Kategorie: Allgemeines Blabla

Hier findest du (unregelmäßig) Neuigkeiten rund um offene Sprachtechnologien im Allgemeinen und/oder Thorsten-Voice im Speziellen 💛.

Allgemeines Blabla

Freie KI-Stimmen für eine souveräne digitale Zukunft

Beitragsautor Von Thorsten Müller
Beitragsdatum 13. April 2025

Ob Sprachassistenten, Vorlesefunktionen im Zuge der Barrierefreiheit oder Content für Social Media – immer häufiger kommen synthetische KI-Stimmen (Text-to-Speech) zum Einsatz. Doch die meisten dieser Technologien stammen von großen Konzernen aus den USA oder China.

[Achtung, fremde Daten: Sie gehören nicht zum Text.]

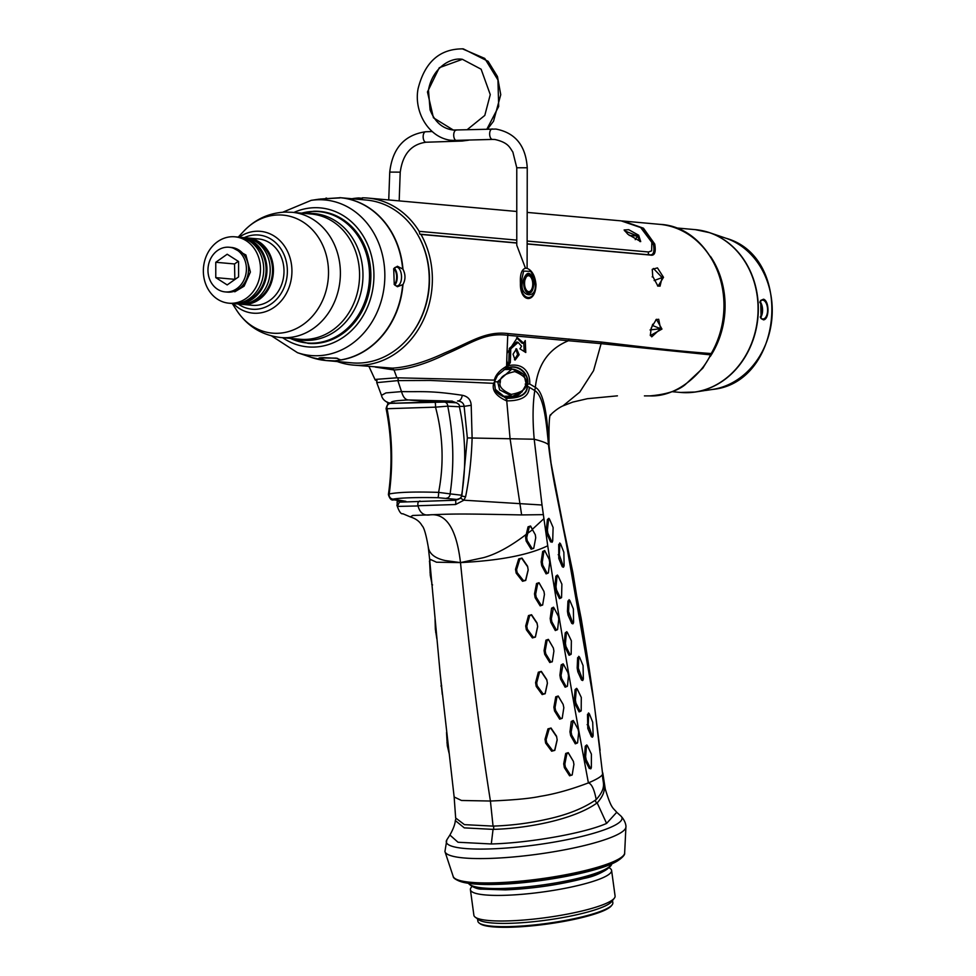 <?xml version="1.0" encoding="UTF-8"?>
<svg xmlns="http://www.w3.org/2000/svg" width="976" height="976" viewBox="0 0 976 976"><rect width="100%" height="100%" fill="white"/><g stroke="black" fill="none" stroke-linecap="round" stroke-linejoin="round"><path stroke-width="1.46" d="M516.768 243.048L420.998 234.435L419.851 234.179L419.18 231.336A83.826 71.785 95.1 0 0 368.001 198.079A83.826 71.785 95.1 0 0 362.291 197.835L362.279 199.031L360.486 199.128L358.68 199.141L358.692 197.957A83.826 71.785 -84.9 0 0 351.933 198.738M358.692 197.957L362.279 198.274M527.247 241.06L648.503 251.979L651.663 250.832L651.822 242.365L640.707 227.567L621.139 220.869L527.247 212.414M710.479 256.407A81.728 69.979 95.1 0 1 710.382 356.301M702.476 230.726A81.703 69.955 95.1 0 1 709.613 232.678A81.703 69.955 95.1 0 1 757.937 317.346A81.703 69.955 95.1 0 1 695.266 392.023L704.489 390.607M763.537 299.205C769.454 300.937 769.454 319.347 763.537 319.86L761.121 318.591L760.67 300.437L763.537 299.205M760.206 301.303A9.431 4.843 -91.9 0 1 762.451 300.132A9.431 4.843 -91.9 0 1 762.756 300.132A9.431 4.843 88.1 0 1 767.6 309.697A9.431 4.843 88.1 0 1 763.061 318.981A9.431 4.843 88.1 0 1 762.756 318.969A9.431 4.843 -91.9 0 1 760.67 317.871M377.078 380.847L375.211 379.993L376.028 379.359L396.878 377.797L394.036 369.977L392.303 368.147L352.983 365.061A83.826 71.785 -84.9 0 0 360.486 365.28A83.826 71.785 95.1 0 0 423.56 319.689A83.826 71.785 95.1 0 0 420.998 234.435M392.303 368.147C407.37 367.281 424.804 362.23 444.617 352.97C471.286 341.905 485.511 330.779 508.289 333.597L601.667 342.088C648.747 347.7 678.161 351.116 711.199 353.556A83.826 71.785 -84.9 0 0 659.617 224.334L623.115 221.04L643.465 228.213L654.75 244.061C656.092 252.394 654.615 256.066 650.321 255.065L527.247 243.988M622.115 220.966L623.115 221.04M337.281 361.547A83.826 71.785 -84.9 0 0 352.983 365.061M652.724 276.342L652.285 269.327L657.446 267.888L663.509 277.318L657.995 286.224L652.724 276.342M651.175 328.095L656.397 319.286L661.96 329.071L650.345 335.585L651.175 328.095M516.768 167.762L516.768 245.22L525.466 268.217C521.672 269.376 519.988 274.317 520.415 283.052C519.769 302.658 535.702 304.183 535.995 284.455C535.019 275.72 532.042 270.352 527.101 268.363L527.247 167.762L516.768 167.762L512.851 152.024C509.728 147.73 508.703 142.667 494.978 139.495L492.514 139.422A5.234 2.696 -91.9 0 1 492.355 139.422A5.234 2.696 -91.9 0 1 489.659 134.115A5.234 2.696 -91.9 0 1 492.185 128.954A5.234 2.696 -91.9 0 1 492.355 128.954M418.899 236.875A80.52 68.942 95.1 0 1 409.981 335.988M318.701 359.436A81.728 69.979 -84.9 0 0 325.862 360.522L351.824 362.852A81.728 69.979 -84.9 0 0 359.144 363.072A81.728 69.979 -84.9 0 0 429.135 283.455A81.728 69.979 -84.9 0 0 366.476 200.056L340.514 197.713A81.728 69.979 95.1 0 1 402.966 269.156C405.638 274.488 405.638 279.612 402.966 284.553L397.391 286.737L394.255 284.48L393.718 268.766L397.391 266.253L402.966 269.156M319.945 358.936C317.871 358.131 319.128 357.704 323.739 357.655L337.537 358.363L339.807 360.156L334.89 360.888L325.947 360.498L318.932 358.18M339.819 197.652A81.728 69.979 95.1 0 1 340.514 197.713L319.945 199.067L339.88 197.921M339.697 359.327L339.904 360.046A81.703 69.955 95.1 0 0 402.637 284.968M336.366 358.119L319.628 357.948M325.886 198.152L326.582 198.079M393.621 268.925A9.431 4.843 88.1 0 1 396.366 267.095A9.431 4.843 88.1 0 1 396.671 267.107A9.431 4.843 -91.9 0 1 401.526 276.659A9.431 4.843 -91.9 0 1 396.976 285.944A9.431 4.843 -91.9 0 1 396.671 285.931A9.431 4.843 88.1 0 1 394.133 284.309M314.077 211.267A66.222 56.706 95.1 0 1 320.018 211.438A66.222 56.706 95.1 0 1 370.795 279.026A66.222 56.706 95.1 0 1 314.077 343.528A66.222 56.706 95.1 0 1 308.148 343.357L290.299 338.379M258.42 238.937A33.318 28.536 95.1 0 1 283.967 272.938A33.318 28.536 95.1 0 1 255.431 305.39A33.318 28.536 95.1 0 1 252.442 305.305L241.877 304.353A33.318 28.536 -84.9 0 0 244.866 304.439A33.318 28.536 95.1 0 0 273.402 271.987A33.318 28.536 95.1 0 0 247.855 237.985L258.42 238.937M246.233 237.888A33.318 28.536 95.1 0 1 247.855 237.985M240.267 304.158A33.318 28.536 -84.9 0 0 241.877 304.353M253.797 240.377A32.269 27.633 95.1 0 1 272.389 273.646A32.269 27.633 95.1 0 1 248.16 303.06M244.622 237.693A33.318 28.536 95.1 0 1 270.169 271.694A33.318 28.536 95.1 0 1 241.633 304.146A33.318 28.536 -84.9 0 1 238.644 304.061L235.411 303.78A33.318 28.536 -84.9 0 0 238.4 303.865A33.318 28.536 95.1 0 0 266.936 271.401A33.318 28.536 95.1 0 0 241.377 237.4L244.622 237.693M239.754 237.302A33.318 28.536 95.1 0 1 241.377 237.4M233.801 303.573A33.318 28.536 -84.9 0 0 235.411 303.78M247.331 239.791A32.269 27.633 95.1 0 1 265.923 273.06A32.269 27.633 95.1 0 1 241.682 302.475M238.144 237.107A33.318 28.536 95.1 0 1 263.691 271.108A33.318 28.536 95.1 0 1 235.155 303.573A33.318 28.536 -84.9 0 1 232.178 303.487L228.945 303.194A33.318 28.536 -84.9 0 0 231.922 303.28A33.318 28.536 95.1 0 0 260.458 270.828A33.318 28.536 95.1 0 0 234.911 236.814L238.144 237.107M228.945 303.194A33.318 28.536 -84.9 0 1 203.386 269.193A33.318 28.536 -84.9 0 1 231.922 236.729A33.318 28.536 95.1 0 1 234.911 236.814M232.203 247.538L245.891 254.98L250.393 272.06L244.085 286.188L234.801 291.8L234.081 291.324M225.175 291.909L227.335 292.105A22.424 19.203 -84.9 0 0 229.336 292.166A22.424 19.203 95.1 0 0 248.538 270.328A22.424 19.203 95.1 0 0 231.349 247.44L229.189 247.245A22.424 19.203 -84.9 0 0 227.188 247.184A22.424 19.203 -84.9 0 0 207.986 269.022A22.424 19.203 -84.9 0 0 225.175 291.909A22.424 19.203 -84.9 0 0 227.188 291.97A22.424 19.203 -84.9 0 0 246.391 270.132A22.424 19.203 -84.9 0 0 229.189 247.245M238.595 261.531L227.188 254.236L215.769 262.276L215.769 277.623L227.188 284.919L238.595 276.879L238.595 261.531M238.266 261.324L234.533 263.959L234.85 279.514M215.769 277.623L234.533 279.307M215.769 262.276L234.533 263.959M419.18 231.336L516.768 240.12M627.885 234.264L624.115 229.97L628.715 229.677L638.67 235.228L640.707 241.584L627.885 234.264M527.247 243.854L649.186 254.821C653.408 255.602 654.811 252.101 653.395 244.305L643.147 229.506M419.851 234.179L516.768 242.902M644.416 395.89L649.882 395.89A4.197 2.147 -91.9 0 1 649.809 395.89C678.906 397.244 704.111 370.453 710.65 354.459L711.199 353.556A4.197 1.037 30.3 0 0 711.87 353.373L711.87 353.373C743.553 303.878 712.785 226.53 659.617 224.334M375.357 367.086L394.036 369.977C409.066 369.05 426.427 363.743 446.117 354.056C472.604 342.661 485.096 332.352 507.752 335.293L601.118 343.65L593.567 370.648L579.756 392.12L562.969 405.882C557.589 408.114 549.793 415.044 550.952 414.934C549.403 413.055 548.768 423.34 549.049 445.776L551.05 463.112L563.652 528.382L593.859 701.256L600.094 750.312M601.667 342.088A4.197 3.611 96.9 0 0 601.118 343.65L710.87 354.898M568.996 338.965A4.197 3.587 95.4 0 0 568.435 340.734C548.902 348.749 537.874 364.292 535.336 387.35L535.482 387.472C542.595 391.108 547.036 410.054 548.793 444.3L548.878 445.239M602.765 773.321L602.826 773.98C601.875 783.094 609.634 788.62 597.446 802.614L597.166 802.858C574.571 819.328 528.15 828.429 493.051 829.38L464.283 827.868L455.328 820.572L455.719 819.218M446.849 839.811L444.934 851.511L453.242 876.607A86.571 14.677 172.2 0 0 495.832 882.78A86.571 14.677 -7.8 0 0 624.64 853.231L625.921 826.831C625.982 827.929 626.653 822.207 620.943 816.07A88.682 15.03 172.2 0 1 584.014 835.871A88.682 15.03 172.2 0 1 490.111 848.925A88.682 15.03 -7.8 0 1 446.849 839.811L449.899 835.041L458.012 842.251L491.294 843.972C529.675 842.971 585.039 833.101 606.596 823.415L616.722 812.288C612.916 807.494 611.476 809.421 605.279 789.059L602.765 772.858M491.294 843.972L493.051 829.38A1.671 0.866 88.1 0 0 493.722 827.807A1.671 0.866 88.1 0 0 493.051 826.111L490.416 801.028L461.477 800.479L454.145 796.977L455.658 817.986L464.442 824.647L493.051 826.111C511.497 825.476 529.395 823.195 546.755 819.267C566.971 814.936 583.367 808.421 595.97 799.734L596.214 799.539C608.048 786.375 601.716 781.874 602.607 773.944L595.226 712.102C591.895 685.738 587.186 654.457 581.123 618.259L556.454 494.027C553.014 477.032 550.391 460.916 548.597 445.678L548.5 444.739C546.304 422.12 544.01 396.244 534.799 390.583C532.725 403.698 532.518 419.912 534.201 439.224C542.278 441.323 547.036 443.165 548.488 444.739M388.228 402.722L388.338 402.759C384.471 401.099 382.189 398.635 381.482 395.353L385.959 392.913L401.514 391.596C422.279 392.01 429.55 390.424 462.27 395.28C467.894 396.39 470.871 399.733 471.201 405.284L472.116 437.895C471.493 458.659 469.322 478.277 465.601 496.747L463.917 500.2L542.009 505.007L547.731 545.779C528.675 555.015 499.602 560.614 460.489 562.591C468.285 640.158 476.605 713.371 490.416 801.028C513.681 800.052 530.285 798.49 540.216 796.343C554.795 794.037 570.862 789.547 588.406 782.898C597.532 779.007 602.265 776.018 602.607 773.944L602.826 773.98M523.612 343.125L517.353 337.647L506.995 353.373L506.751 360.461L508.008 365.805L510.314 362.682L510.777 348.847L518.097 342.393L521.587 346.236L519.915 348.786L525.771 352.482L525.259 340.575L523.612 343.125L522.16 343.308L516.621 337.733M396.878 377.797L494.344 380.115C495.576 374.906 499.651 370.294 506.581 366.281L505.971 368.269L507.496 367.684A3.355 2.635 71.4 0 0 508.106 365.695C526.04 361.998 530.358 376.028 529.7 383.995L535.336 387.35M519.147 354.715L516.536 348.786L513.047 354.203L515.108 360.059L519.147 354.715L517.622 354.544L515.804 348.981M534.799 390.583L527.406 386.154L527.552 384.154L529.7 383.995M494.93 380.823L494.356 380.128L494.93 380.823L493.661 383.336C491.758 390.254 496.015 396.061 506.422 400.782L506.751 400.868C521.513 400.904 529.029 396.354 529.285 387.216L528.992 387.106M507.496 367.684C523.014 363.365 529.334 378.224 527.687 384.056M527.284 384.434L527.308 384.141C529.626 378.505 521.318 362.34 505.775 368.538L497.565 375.357L505.775 368.538M509.362 397.805L522.282 391.705M527.406 386.154C527.418 394.304 520.391 398.354 506.337 398.306L495.32 389.326L505.873 398.001C520.257 398.049 527.345 393.938 527.113 385.642M471.201 405.284L464.125 406.345L467.358 437.919L534.201 439.224L542.009 505.007M494.6 382.336L493.661 383.336L430.294 380.445L397.854 380.603L376.748 382.641L381.494 395.353M388.338 402.759L391.596 403.125C389.461 401.587 395.182 400.526 408.761 399.965C405.662 400.038 403.32 397.464 401.722 392.242L397.854 380.603A1.671 0.866 88.1 0 0 397.549 377.785M462.27 395.28C461.611 399.111 460.025 401.014 457.512 400.99C461.453 401.307 463.661 403.088 464.125 406.345L459.318 406.394A125.745 64.599 88.1 0 1 461.587 495.418L461.453 496.028C460.977 498.358 458.537 499.773 454.157 500.285L460.623 498.236L463.917 500.2L455.585 504.519L418.009 505.739C417.496 503.043 418.167 501.469 420.009 501.005M430.526 401.929L408.761 399.965L451.778 401.112M465.601 496.747L461.453 496.028M467.358 437.919L461.855 496.003L460.623 498.236M547.731 545.779C558.821 618.089 572.387 697.132 588.406 782.898C591.651 783.801 594.25 789.352 596.214 799.539M561.261 597.824L559.48 598.617L555.466 590.407L554.856 586.6L555.869 576.255L557.381 575.047L557.93 575.706M570.862 654.469L569.069 655.262L564.945 647.064L564.287 643.257L565.214 632.924L566.751 631.716L567.3 632.363M552.355 541.143L550.623 541.936L546.804 533.726L546.267 529.919L547.402 519.574L548.841 518.329L549.415 519.025M580.879 711.114L579.097 711.907L574.925 703.708L574.242 699.902L575.108 689.568L576.621 688.348L577.182 688.995M591.029 767.746L589.309 768.539L585.161 760.341L584.478 756.534L585.283 746.201L586.735 744.956L587.308 745.615M573.424 623.054L572.888 623.859L571.741 623.383L568.081 615.173L567.434 611.366L567.959 601.033L569.398 600.252L569.045 599.691L569.74 600.374M560.065 543.595L558.723 544.376L558.797 558.504L562.286 566.727L563.372 567.239L563.933 566.422M583.184 679.699L582.648 680.528L581.513 680.028L577.841 671.817L577.17 668.011L577.633 657.69L579.085 656.909L578.719 656.336L579.427 657.019M588.857 713.554L587.491 714.334L587.808 728.462L591.371 736.673L592.395 737.209L592.969 736.368M557.381 629.74L555.295 630.545L550.818 622.359L550.183 618.552L551.574 608.194L553.538 607.206L551.342 618.747L551.855 621.785L556.332 629.959L557.589 629.483L558.772 619.126L558.26 616.088L553.99 607.902M553.294 647.893L548.378 639.365L545.938 640.171L544.071 650.541L544.73 654.347L549.781 662.521L552.221 661.704M552.318 661.46L553.904 651.09L553.38 648.052L548.61 639.878L547.097 640.378L545.23 650.76L545.755 653.786L550.806 661.948L552.196 661.862M567.215 686.384L565.128 687.189L560.553 679.003L559.895 675.197L561.2 664.851L563.164 663.851L561.054 675.38L561.59 678.418L566.153 686.604L567.422 686.116L568.52 675.77L567.983 672.72L563.628 664.534M531.566 614.734L528.504 615.563L525.698 625.97L526.369 629.776L532.396 637.914L535.421 637.084L537.654 626.702L537.007 622.895L531.566 614.734L529.639 615.832L526.808 626.25L527.345 629.227L533.396 637.365L535.348 636.84L537.642 626.458L537.117 623.444L531.615 615.307M563.152 704.416L558.431 696.522L556.918 697.023L555.051 707.417L555.576 710.43L560.712 718.592L562.237 718.092L563.823 707.722L563.152 704.416L558.211 696.01L555.747 696.815L553.892 707.185L554.551 710.992L559.675 719.153L562.164 718.348M577.389 743.017L575.291 743.822L570.643 735.636L569.96 731.829L571.253 721.484L573.241 720.495L571.131 732.024L571.68 735.05L576.316 743.236L577.597 742.748L578.67 732.39L578.121 729.353L573.693 721.166M541.338 671.378L538.337 672.208L535.58 682.614L536.227 686.421L542.156 694.558L545.181 693.729L547.402 683.346L546.743 679.54L541.338 671.378L539.472 672.476L536.702 682.895L537.215 685.884L543.168 694.009L545.108 693.497L547.39 683.102L546.865 680.089L541.399 671.939M551.037 728.035L547.963 728.865L545.023 739.271L545.633 743.078L551.66 751.215L554.807 750.373L557.186 739.991L556.54 736.185L551.037 728.035L549.098 729.133L546.121 739.576L546.609 742.553L552.66 750.678L554.697 750.154L557.15 739.747L556.625 736.746L551.086 728.596M573.461 761.475L568.239 752.642L565.702 753.46L563.701 763.83L564.348 767.636L569.594 775.798L572.18 774.981L573.925 764.367L573.376 761.329L568.435 753.167L566.861 753.667L564.86 764.074L565.372 767.087L570.631 775.237L572.18 774.981M543.913 591.346L539.02 582.696L536.532 583.514L534.506 593.884L535.141 597.69L540.167 605.864L542.632 605.047L544.437 594.445L543.949 591.407L539.228 583.233L537.691 583.733L535.665 594.128L536.166 597.141L541.204 605.303L542.729 604.803M545.108 551.233L543.839 551.721L542.29 562.091L542.754 565.128L547.121 573.315L548.39 572.827L549.683 562.469L549.22 559.431L544.669 550.537L542.68 551.525L541.131 561.883L541.717 565.69L546.084 573.876L548.17 573.083M521.977 558.089L518.695 558.919L515.511 569.337L516.194 573.144L522.538 581.269L525.722 580.427L528.199 570.045L527.577 566.239L521.977 558.089L519.805 559.211L516.597 569.655L517.134 572.595L523.526 580.72L525.613 580.195L528.15 569.801L527.65 566.8L521.977 558.662M543.864 518.707L532.371 529.309L530.578 526.015L528.065 526.82L525.588 537.215L526.137 541.021L531.151 549.195L533.701 548.378M535.348 534.824L530.773 526.589L529.212 527.113L526.735 537.495L527.162 540.497L532.188 548.646L533.774 548.146L535.726 537.776L535.299 534.738L532.506 529.736L526.271 534.348C510.582 546.365 496.345 554.136 483.547 557.65L460.489 562.591C456.524 529.09 446.41 513.169 430.135 514.828C455.06 513.718 463.588 513.779 521.635 514.925L543.303 514.645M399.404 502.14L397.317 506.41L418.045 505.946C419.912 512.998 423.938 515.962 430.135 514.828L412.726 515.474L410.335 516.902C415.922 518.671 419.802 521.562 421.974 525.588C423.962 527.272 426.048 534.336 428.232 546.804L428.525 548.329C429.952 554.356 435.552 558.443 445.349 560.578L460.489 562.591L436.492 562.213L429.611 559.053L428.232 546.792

Sie sind meist proprietär, intransparent – und machen uns abhängig von Diensten, die sich jederzeit ändern, abgeschaltet oder kostenpflichtig werden können.

Das Thorsten-Voice-Projekt setzt bewusst einen anderen Akzent.

Digitale Souveränität beginnt bei der Stimme

Wer Sprachsynthese nutzt, sollte frei entscheiden können, wie und wo sie eingesetzt wird – und wem man dabei vertraut.
Thorsten-Voice bietet genau das: eine hochwertige, deutschsprachige KI-Stimme, die vollständig Open Source, uneingeschränkt nutzbar und kostenfrei verfügbar ist.
Ohne Registrierung, ohne Lizenzbindung, ohne Cloud-Zwang.

Die Stimme „Thorsten“ kann lokal genutzt, weiterentwickelt oder in eigene Projekte integriert werden – ob als Vorlesestimme, für Lernplattformen, im Bildungsbereich, in der Forschung, in der Verwaltung (gerade auch im Zuge der Verwaltungsdigitalisierung ein Thema) oder für inklusive Anwendungen.

Technologie muss nicht exklusiv, teuer oder intransparent sein.
Thorsten-Voice zeigt, dass hochwertige Sprachsynthese auch frei und offen sein kann – für alle.

Gerne hier direkt ausprobieren 😊.

Allgemeines Blabla

Thorsten-Voice in den Medien

Beitragsautor Von Thorsten Müller
Beitragsdatum 13. April 2025

Ich freue mich sehr – und bin ehrlich dankbar –, dass das
Thorsten-Voice-Projekt in den vergangenen Monaten in verschiedenen Medien aufgegriffen wurde.
Von Fachzeitschriften über Blogs bis hin zur Tagespresse: Die Resonanz zeigt, dass das Interesse an freier Sprachsynthese und digitaler Souveränität wächst – und das motiviert mich enorm, den Weg weiterzugehen.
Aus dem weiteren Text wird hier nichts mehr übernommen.